Expertise seems to come in at least two flavors: information and definition, savory and sweet, but these apparent flavors might not qualify as flavors at all. Perhaps they arise from completely different classes of experience; one sensual, the other notional; imagined.

None of this perspective rises to even the lowliest threat level unless the novice or the expert mistakes the one for the other: information for definition or definition for information. Each seems easily misplaced.

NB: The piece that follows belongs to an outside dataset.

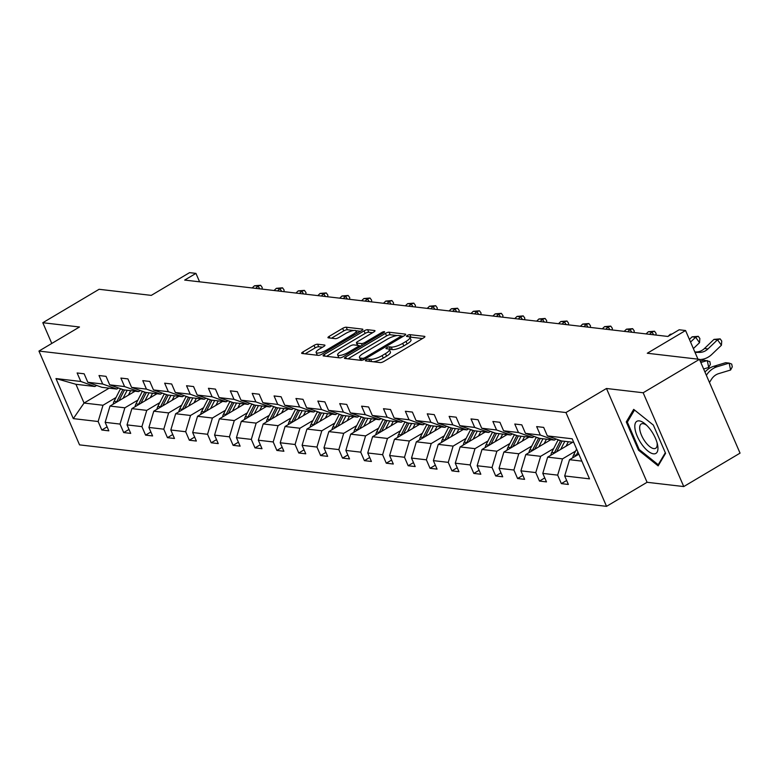 <?xml version="1.0" encoding="UTF-8"?>
<svg xmlns="http://www.w3.org/2000/svg" width="779" height="779" viewBox="0 0 779 779"><rect width="100%" height="100%" fill="white"/><g stroke="black" fill="none" stroke-linecap="round" stroke-linejoin="round"><path stroke-width="1.17" d="M366.257 359.859A1.977 0.536 -23.4 0 0 365.419 360.755A1.977 0.536 -23.4 0 0 365.682 360.891L380.308 362.595A2.814 0.769 -23.4 0 0 383.891 361.446L423.679 337.823A2.814 0.769 -23.4 0 0 424.886 336.547A2.814 0.769 -23.4 0 0 424.516 336.353L409.881 334.649A1.977 0.536 -23.4 0 0 407.368 335.447A1.977 0.536 -23.4 0 0 406.531 336.343A1.977 0.536 -23.4 0 0 406.794 336.479L408.683 336.703A9.017 2.454 -23.4 0 1 409.89 337.317A9.017 2.454 -23.4 0 1 406.015 341.416L402.704 343.383A9.017 2.454 -23.4 0 1 391.224 347.074L389.325 346.85A1.977 0.536 -23.4 0 0 386.812 347.658A1.977 0.536 -23.4 0 0 385.975 348.554A1.977 0.536 -23.4 0 0 386.238 348.69L388.127 348.904A9.017 2.454 -23.4 0 1 389.334 349.528A9.017 2.454 -23.4 0 1 385.459 353.617L382.148 355.594A9.017 2.454 -23.4 0 1 370.668 359.275L368.769 359.051A1.977 0.536 -23.4 0 0 366.257 359.859M699.454 359.333L740.05 453.135L683.758 486.563L643.162 392.762L699.454 359.333L647.281 353.247L685.559 330.52L679.171 329.77L667.915 336.46L184.681 280.08L195.938 273.39L189.56 272.65L151.282 295.377L99.099 289.291L42.806 322.72L51.774 343.451M317.618 344.211A2.814 0.769 -23.4 0 0 314.025 345.37L302.865 351.991A2.814 0.769 -23.4 0 0 301.658 353.276A2.814 0.769 -23.4 0 0 302.028 353.471L318.28 355.36A2.814 0.769 -23.4 0 0 321.863 354.211L361.651 330.588A2.814 0.769 -23.4 0 0 362.858 329.303A2.814 0.769 -23.4 0 0 362.488 329.118L346.236 327.219A2.814 0.769 -23.4 0 0 342.653 328.368L329.166 336.372A2.814 0.769 -23.4 0 0 327.959 337.658A2.814 0.769 -23.4 0 0 328.339 337.852L335.291 338.661A2.814 0.769 -23.4 0 0 338.875 337.511L345.564 333.539A7.537 2.055 -23.4 0 1 356.159 330.978A7.537 2.055 -23.4 0 1 352.926 334.395L326.732 349.946A7.537 2.055 -23.4 0 1 316.138 352.517A7.537 2.055 -23.4 0 1 319.371 349.089L323.733 346.499A2.814 0.769 -23.4 0 0 324.94 345.224A2.814 0.769 -23.4 0 0 324.57 345.029L317.618 344.211L318.708 346.752A2.814 0.769 -23.4 0 0 315.125 347.901L305.144 353.832M643.162 392.762L606.481 388.487L565.953 412.549L38.95 351.066L79.487 326.995L42.806 322.72M345.691 356.986A2.814 0.769 -23.4 0 0 344.474 358.272A2.814 0.769 -23.4 0 0 344.854 358.467L361.096 360.356A2.814 0.769 -23.4 0 0 364.689 359.207L404.476 335.583A2.814 0.769 -23.4 0 0 405.684 334.308A2.814 0.769 -23.4 0 0 405.304 334.113L389.062 332.214A2.814 0.769 -23.4 0 0 385.469 333.363L345.691 356.986L346.402 358.642M339.693 357.863L323.441 355.964A2.814 0.769 -23.4 0 1 323.071 355.769A2.814 0.769 -23.4 0 1 324.278 354.494L364.066 330.871A2.814 0.769 -23.4 0 1 367.649 329.712L374.602 330.53A2.814 0.769 -23.4 0 1 374.981 330.724A2.814 0.769 -23.4 0 1 373.764 332L357.629 341.582A2.814 0.769 -23.4 0 0 356.422 342.857A2.814 0.769 -23.4 0 0 356.801 343.052L361.417 343.597A2.814 0.769 -23.4 0 0 365 342.439L381.798 332.467A1.977 0.536 -23.4 0 1 384.573 331.796A1.977 0.536 -23.4 0 1 383.726 332.691L343.276 356.704A2.814 0.769 -23.4 0 1 339.693 357.863M96.654 385.439L94.872 386.501L75.933 384.29L55.981 378.565L80.812 381.467L77.131 372.975L84.142 373.793L87.823 382.285L102.692 384.018L99.011 375.527L106.032 376.345L109.703 384.836L124.572 386.569L120.901 378.078L127.912 378.896L131.583 387.387L146.452 389.12L142.781 380.629L149.792 381.447L153.473 389.938L168.332 391.681L164.661 383.18L171.672 383.998L175.353 392.499L190.222 394.232L186.541 385.741L193.562 386.559L197.233 395.05L212.102 396.784L208.421 388.293L215.442 389.111L219.113 397.602L233.982 399.335L230.311 390.844L237.322 391.662L240.993 400.153L255.863 401.886L252.192 393.395L259.203 394.213L262.883 402.704L277.752 404.437L274.072 395.946L281.083 396.764L284.763 405.255L299.633 406.998L295.952 398.497L302.973 399.315L306.644 407.816L321.513 409.55L317.842 401.058L324.853 401.876L328.524 410.367L343.393 412.101L339.722 403.61L346.733 404.428L350.414 412.919L365.273 414.652L361.602 406.161L368.613 406.979L372.294 415.47L387.163 417.203L383.482 408.712L390.503 409.53L394.174 418.021L409.043 419.764L405.372 411.263L412.383 412.081L416.054 420.582L430.923 422.315L427.252 413.824L434.263 414.642L437.934 423.133L452.803 424.867L449.132 416.376L456.143 417.193L459.824 425.685L474.693 427.418L471.013 418.927L478.024 419.745L481.704 428.236L496.574 429.969L492.893 421.478L499.914 422.296L503.585 430.787L518.454 432.53L514.783 424.029L521.794 424.847L525.465 433.348L540.334 435.081L536.663 426.59L543.674 427.408L547.355 435.899L572.176 438.791L589.508 478.851L564.687 475.95L568.358 484.45L561.347 483.623L557.667 475.132L542.797 473.398L546.478 481.889L539.467 481.071L535.786 472.58L520.917 470.847L524.598 479.338L517.577 478.52L513.906 470.029L499.037 468.296L502.708 476.787L495.697 475.969L492.026 467.478L477.157 465.745L480.828 474.236L473.817 473.418L470.136 464.927L455.277 463.184L458.948 471.684L451.937 470.867L448.256 462.366L433.387 460.632L437.068 469.124L430.047 468.306L426.376 459.814L411.507 458.081L415.188 466.572L408.167 465.754L404.496 457.263L389.627 455.53L393.298 464.021L386.287 463.203L382.616 454.712L367.746 452.979L371.417 461.47L364.406 460.652L360.726 452.161L345.857 450.418L349.537 458.919L342.526 458.101L338.846 449.6L323.976 447.867L327.657 456.358L320.636 455.54L316.965 447.049L302.096 445.315L305.767 453.806L298.756 452.988L295.085 444.497L280.216 442.764L283.887 451.255L276.876 450.437L273.195 441.946L258.336 440.213L262.007 448.704L254.996 447.886L251.315 439.395L236.446 437.662L240.127 446.153L233.106 445.335L229.435 436.834L214.566 435.101L218.247 443.602L211.226 442.774L207.555 434.283L192.686 432.549L196.357 441.041L189.346 440.223L185.675 431.732L170.805 429.998L174.477 438.489L167.466 437.671L163.785 429.18L148.916 427.447L152.596 435.938L145.585 435.12L141.905 426.629L127.035 424.896L130.716 433.387L123.695 432.569L120.024 424.078L105.155 422.335L108.826 430.836L101.815 430.018L98.144 421.517L73.314 418.625L55.981 378.565M94.872 386.501L80.812 381.467M565.953 412.549L606.539 506.35L79.546 444.867L38.95 351.066M137.902 400.075L124.874 407.807L110.005 406.073L135.079 391.185M110.005 406.073L105.155 422.335M124.874 407.807L120.024 424.078M118.535 387.991L116.753 389.052L101.883 387.319L87.823 382.285M116.753 389.052L102.692 384.018M159.792 402.626L146.754 410.367L131.885 408.624L156.959 393.736M131.885 408.624L127.035 424.896M146.754 410.367L141.905 426.629M140.415 390.552L138.633 391.603L123.773 389.87L109.703 384.836M138.633 391.603L124.572 386.569M181.673 405.177L168.634 412.919L153.765 411.185L178.839 396.297M153.765 411.185L148.916 427.447M168.634 412.919L163.785 429.18M162.295 393.103L160.523 394.155L145.654 392.421L131.583 387.387M160.523 394.155L146.452 389.12M203.553 407.729L190.524 415.47L175.655 413.737L200.729 398.848M175.655 413.737L170.805 429.998M190.524 415.47L185.675 431.732M184.175 395.654L182.403 396.706L167.534 394.972L153.473 389.938M182.403 396.706L168.332 391.681M225.433 410.28L212.404 418.021L197.535 416.288L222.609 401.399M197.535 416.288L192.686 432.549M212.404 418.021L207.555 434.283M206.065 398.205L204.283 399.257L189.414 397.524L175.353 392.499M204.283 399.257L190.222 394.232M247.323 412.841L234.284 420.572L219.415 418.839L244.489 403.95M219.415 418.839L214.566 435.101M234.284 420.572L229.435 436.834M227.945 400.757L226.163 401.818L211.294 400.085L197.233 395.05M226.163 401.818L212.102 396.784M269.203 415.392L256.164 423.124L241.295 421.39L266.369 406.502M241.295 421.39L236.446 437.662M256.164 423.124L251.315 439.395M249.825 403.308L248.053 404.369L233.184 402.636L219.113 397.602M248.053 404.369L233.982 399.335M291.083 417.943L278.054 425.685L263.185 423.942L288.249 409.063M263.185 423.942L258.336 440.213M278.054 425.685L273.195 441.946M271.705 405.869L269.933 406.92L255.064 405.187L240.993 400.153M269.933 406.92L255.863 401.886M312.963 420.494L299.934 428.236L285.065 426.502L310.139 411.614M285.065 426.502L280.216 442.764M299.934 428.236L295.085 444.497M293.595 408.42L291.813 409.472L276.944 407.738L262.883 402.704M291.813 409.472L277.752 404.437M334.843 423.046L321.815 430.787L306.945 429.054L332.02 414.165M306.945 429.054L302.096 445.315M321.815 430.787L316.965 447.049M315.476 410.971L313.694 412.023L298.824 410.29L284.763 405.255M313.694 412.023L299.633 406.998M356.733 425.597L343.695 433.338L328.826 431.605L353.9 416.716M328.826 431.605L323.976 447.867M343.695 433.338L338.846 449.6M337.356 413.522L335.574 414.584L320.714 412.841L306.644 407.816M335.574 414.584L321.513 409.55M378.613 428.158L365.575 435.889L350.706 434.156L375.78 419.268M350.706 434.156L345.857 450.418M365.575 435.889L360.726 452.161M359.236 416.074L357.464 417.135L342.594 415.402L328.524 410.367M357.464 417.135L343.393 412.101M400.494 430.709L387.465 438.45L372.596 436.707L397.67 421.828M372.596 436.707L367.746 452.979M387.465 438.45L382.616 454.712M381.116 418.635L379.344 419.686L364.475 417.953L350.414 412.919M379.344 419.686L365.273 414.652M422.374 433.26L409.345 441.002L394.476 439.268L419.55 424.38M394.476 439.268L389.627 455.53M409.345 441.002L404.496 457.263M403.006 421.186L401.224 422.237L386.355 420.504L372.294 415.47M401.224 422.237L387.163 417.203M444.264 435.812L431.225 443.553L416.356 441.82L441.43 426.931M416.356 441.82L411.507 458.081M431.225 443.553L426.376 459.814M424.886 423.737L423.104 424.789L408.235 423.055L394.174 418.021M423.104 424.789L409.043 419.764M466.144 438.363L453.105 446.104L438.236 444.371L463.31 429.482M438.236 444.371L433.387 460.632M453.105 446.104L448.256 462.366M446.766 426.288L444.994 427.35L430.125 425.607L416.054 420.582M444.994 427.35L430.923 422.315M488.024 440.924L474.995 448.655L460.126 446.922L485.19 432.033M460.126 446.922L455.277 463.184M474.995 448.655L470.136 464.927M468.646 428.839L466.874 429.901L452.005 428.168L437.934 423.133M466.874 429.901L452.803 424.867M509.904 443.475L496.875 451.216L482.006 449.473L507.08 434.585M482.006 449.473L477.157 465.745M496.875 451.216L492.026 467.478M490.536 431.4L488.754 432.452L473.885 430.719L459.824 425.685M488.754 432.452L474.693 427.418M531.784 446.026L518.756 453.767L503.886 452.034L528.96 437.146M503.886 452.034L499.037 468.296M518.756 453.767L513.906 470.029M512.416 433.952L510.635 435.003L495.765 433.27L481.704 428.236M510.635 435.003L496.574 429.969M553.674 448.577L540.636 456.319L525.767 454.585L550.841 439.697M525.767 454.585L520.917 470.847M540.636 456.319L535.786 472.58M534.297 436.503L532.515 437.555L517.655 435.821L503.585 430.787M532.515 437.555L518.454 432.53M575.554 451.129L562.516 458.87L547.647 457.137L572.721 442.248M547.647 457.137L542.797 473.398M562.516 458.87L557.667 475.132M556.177 439.054L554.405 440.106L539.535 438.373L525.465 433.348M554.405 440.106L540.334 435.081M581.845 461.129L569.537 459.688L578.836 454.167M569.537 459.688L564.687 475.95M606.481 388.487L647.076 482.289L683.758 486.563M647.076 482.289L606.539 506.35M697.955 359.158L685.559 330.52M199.59 281.813L195.938 273.39M75.933 384.29L84.054 403.045L102.994 405.255L116.022 397.514M109.128 388.156L84.054 403.045L73.314 418.625M573.724 442.365L561.416 440.933L547.355 435.899M102.994 405.255L98.144 421.517M566.645 480.477L561.347 483.623M544.764 477.926L539.467 481.071M522.875 475.375L517.577 478.52M500.994 472.824L495.697 475.969M479.114 470.273L473.817 473.418M457.234 467.712L451.937 470.867M435.354 465.16L430.047 468.306M413.464 462.609L408.167 465.754M391.584 460.058L386.287 463.203M369.704 457.507L364.406 460.652M347.823 454.955L342.526 458.101M325.934 452.395L320.636 455.54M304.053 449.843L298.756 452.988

Take your typical writer, for instance, who more through quite natural inclination than by strategic intent, publishes a book that gains great popularity. First, there’s the normal cachet accompanying publishing; the writer’s a ‘published author.’ Next, the popularity seems to transform what started as information—if that, more likely speculation—into definition. From ‘how it might be’ into ‘how it inexorably is.’

Then, imagine yourself in the role of instant celebrity, elevated from your former role as aspiring author to sit on one fairly cushy throne. How would you handle the adoring crowd?

We seem surrounded by experts now. One confided to me that he’d learned to anticipate those adoring him eventually figuring out that his feet, too, were mere clay like theirs, and that some would blame him for the deception. Not all experts try to deceive, but expert tease requires only one player. Sit with any expert and you might notice how little their physical presence matches the genius you anticipated. Mere mortal. They might well have known, or have been proven later to have known, but expertise spoils quickly, transports poorly, and reliably works about once. Explaining won’t ever accomplish a transplant. Your mileage will most definitely vary.

If I could only catch myself in the thrall of adoration and remember that I’m intaking information, not definition, I might stay safe from the Expert Tease infection. It’s me teasing myself, though, so it’s harder to intervene. If only I could remember that science relies upon skepticism, I might more easily question the teases that so enthrall me.

I’m learning to deflect confident certainty, not because it tastes bitter but because it tastes impossibly sweet. When I hear some so-called expert proclaiming how it is, I (on my better days) remember to append a “to me” on the tail end of that confident proclamation. We might well agree how it seems to be, but we’re both better off, it seems, when we retain possession of our perspective rather than sweetly ceding it to some Expert Tease.